It was a sweltering day in October in Tucson. I dialed my mother’s hospital room as I drove to a clinic to do a presentation on “Coping with Holidays and Cancer.” (Yes, I know, I should not have been on the phone while driving –we did not know better then—). The stress in the car was visceral; I was the director of a cancer support organization, and the holidays were a dreadful time for our clients and my mother was in Houston dying of lung cancer.
I would be seeing her in person the next day but as I processed what I was going to say to families and patients in the audience, I could not help but wonder how my own family was going to cope. Not very well was my guess. So, I reached out to mother. I told her that one of my favorite memories of her was that she was a dancing and singing mom. “You liked that?” she said. “Of course. Thank you.” I replied. That was the last conversation I had with her; she died the next day while my family and I were enroute to Houston. We had moved from a family coping with cancer to a family coping with grief.
David Kessler (www.grief.com) says it so well: “Your absence is loud this holiday season.” The poignancy of our current pandemic-strickened times combined with personal loss can be devastating for families trying to cope with the death of a loved one.
Traditions and memories are particularly strong during the holidays; even people who are typically not interested in engaging in the festivities have stories and food and decorations and music and gatherings in their DNA from the past and when they include those who have recently died, it can be bitter and painful.
When someone important in our lives dies, we must create a new life with them. Even though their physical bodies are gone, they have a presence in us. We are in a new relationship in which the memories– good and bad and feelings– good and bad– are still present. So how do we do that?
In her book “Being with Dying,” Buddhist teacher and death doula, Joan Halifax speaks of an old Zen saying, “Fishing with a straight hook.” This means look for no results. Just exist in the here and now.
In my doula work, we speak of “holding space.” That is a version of the same thing: not expecting a particular outcome, not pushing for a specific result. It is a powerful discipline and one which I am suggesting would work well for those around us who are grieving.

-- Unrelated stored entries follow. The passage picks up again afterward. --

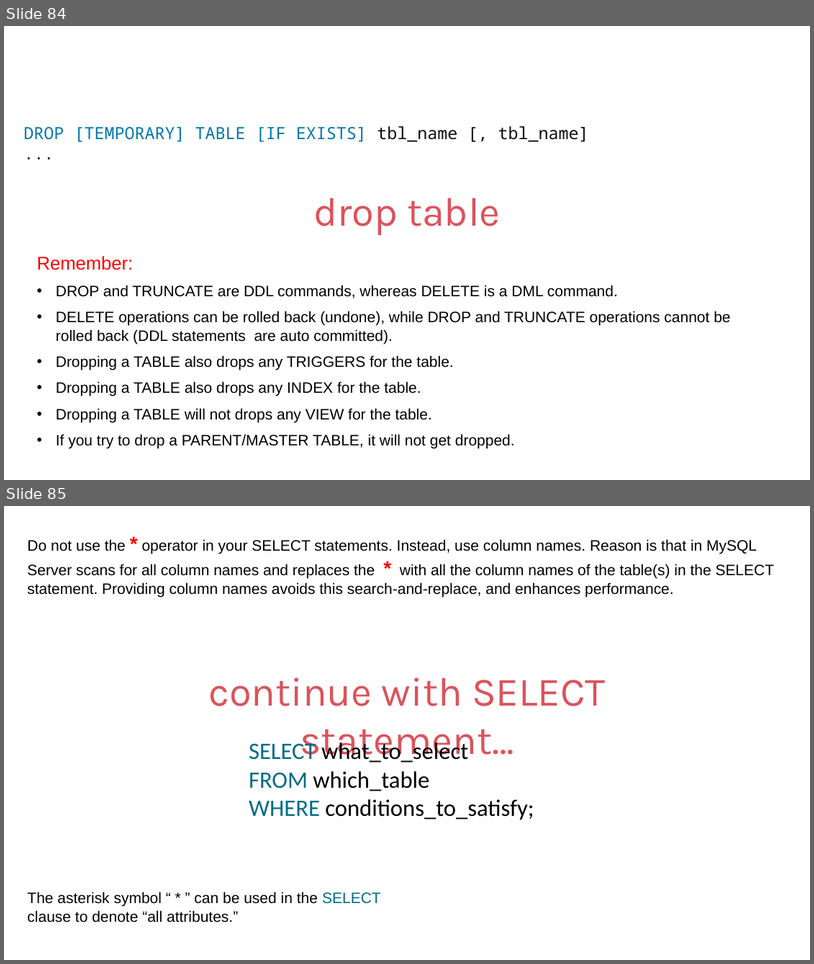
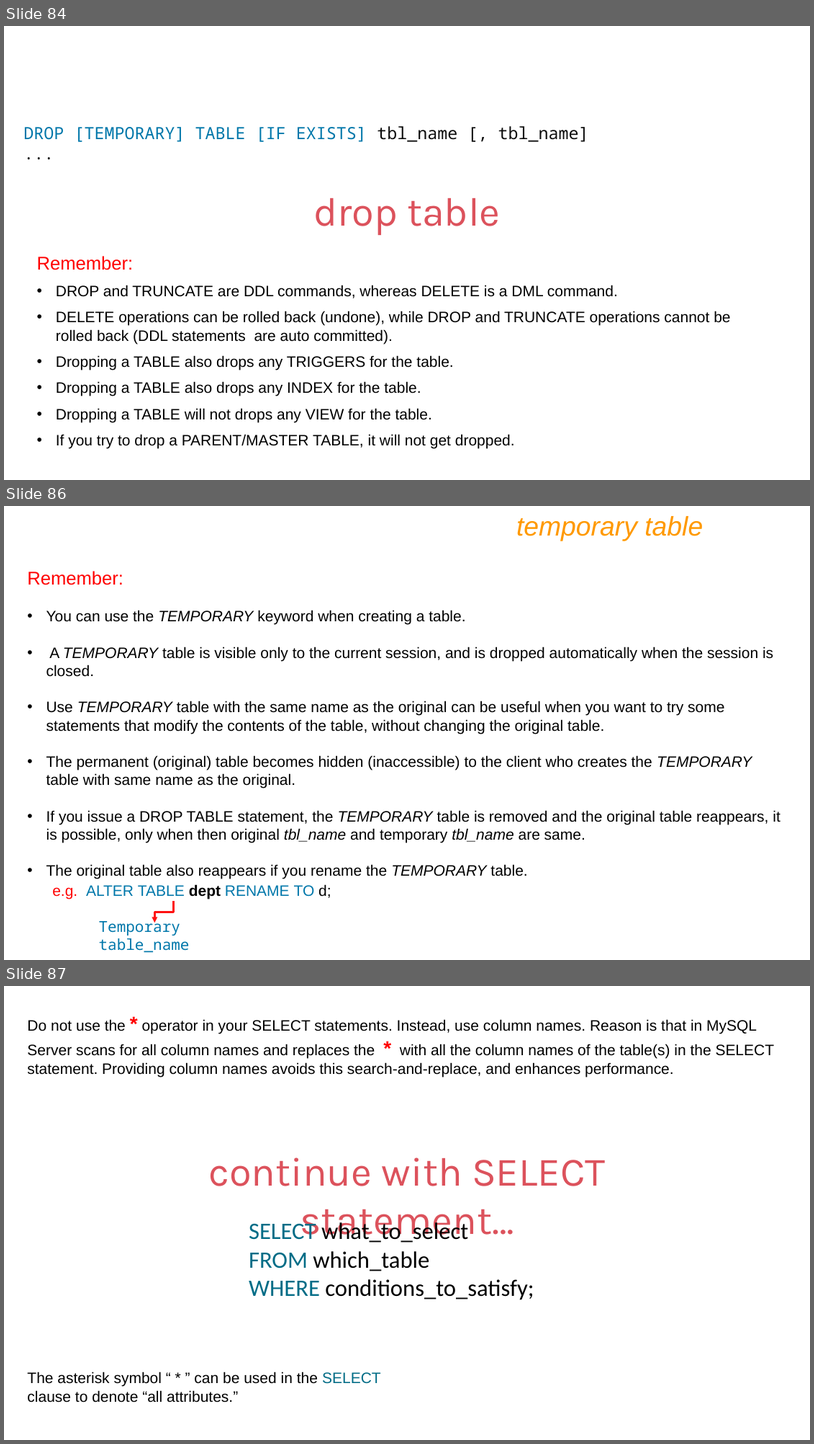
Before and after one commit to Nilesh-Parit/DBT, a slide deck: IET MySQL PPT Ver9.pptx. Shown one above the other, each under a label of ours: slides 84 and 85 before the commit, slides 84, 86 and 87 after it; the slides between them are not shown. The pictures are 814x964 and 814x1444 pixels, drawn with LibreOffice and Linux fonts; fonts in the diff are those of the drawing. Boxes give left, top, right and bottom in pixels: in the first picture for what was removed or moved away, otherwise in the second. Text is boxed around its words. In the diff, an @@ line names an element or a change of style, - is before the commit and + after.

```diff
--- a/IET MySQL PPT Ver9.pptx
+++ b/IET MySQL PPT Ver9.pptx
@@ slide 86 added at (4, 506, 810, 960), background #FFFFFF @@
@@ text added at (517, 516, 703, 541), 32 pt, text #FF9900, italic @@
+temporary table
@@ text added at (27, 571, 780, 899), 18 pt, text #000000 @@
+Remember:
+• You can use the TEMPORARY keyword when creating a table.
+• A TEMPORARY table is visible only to the current session, and is dropped automatically when the session is closed.
+• Use TEMPORARY table with the same name as the original can be useful when you want to try some statements that modify the contents of the table, without changing the original table.
+• The permanent (original) table becomes hidden (inaccessible) to the client who creates the TEMPORARY table with same name as the original.
+• If you issue a DROP TABLE statement, the TEMPORARY table is removed and the original table reappears, it is possible, only when then original tbl_name and temporary tbl_name are same.
+• The original table also reappears if you rename the TEMPORARY table.
+e.g. ALTER TABLE dept RENAME TO d;
@@ elbow arrow added from (174, 901) to (154, 922), #FE1212 2.25 pt @@
@@ text added at (99, 917, 190, 952), 18 pt, text #0077AA @@
+Temporary table_name
@@ what was slide 85 is now slide 87 @@
```
Also in this commit, not shown: 4 slides changed, 27 other slides added.

So, what would that look like? A part of that might entail honoring the old traditions, or creating new ones (for example, donating a gift in their memory), or doing nothing at all. It could mean sitting quietly with a crying person without trying to repair or take away the pain. It means being in yoga pants and the house for the entire holiday season. It might mean going to a holiday gathering for only 10 minutes and that being perfectly fine.
In other words, there is no right answer. There is no right way to grief. But we can be present in a soft and gentle way which is supportive and just enough.
In his beautiful, painful book about the death and grief for his wife the poet Jane Kenyon, Donald Hall says it painfully in “Letter at Christmas.”
The big wooden clock you gave me
our first Christmas together
stopped in September.
The Bristol Watch Maker
Kept it six weeks. Now it speeds
Sixty-five minutes to the hour, as if
It wants to be done with the day.
When I try talking with strangers
I want to run out of the room
Into the woods with turkeys and foxes.
I want to talk only
About words we spoke back and forth
When we knew you would die.
I want never to joke or argue
Or chatter again. I want never
To think or feel. . .
For these holidays, I wish us all peace and quiet. Time to reflect. Whatever we do, it will be exactly right.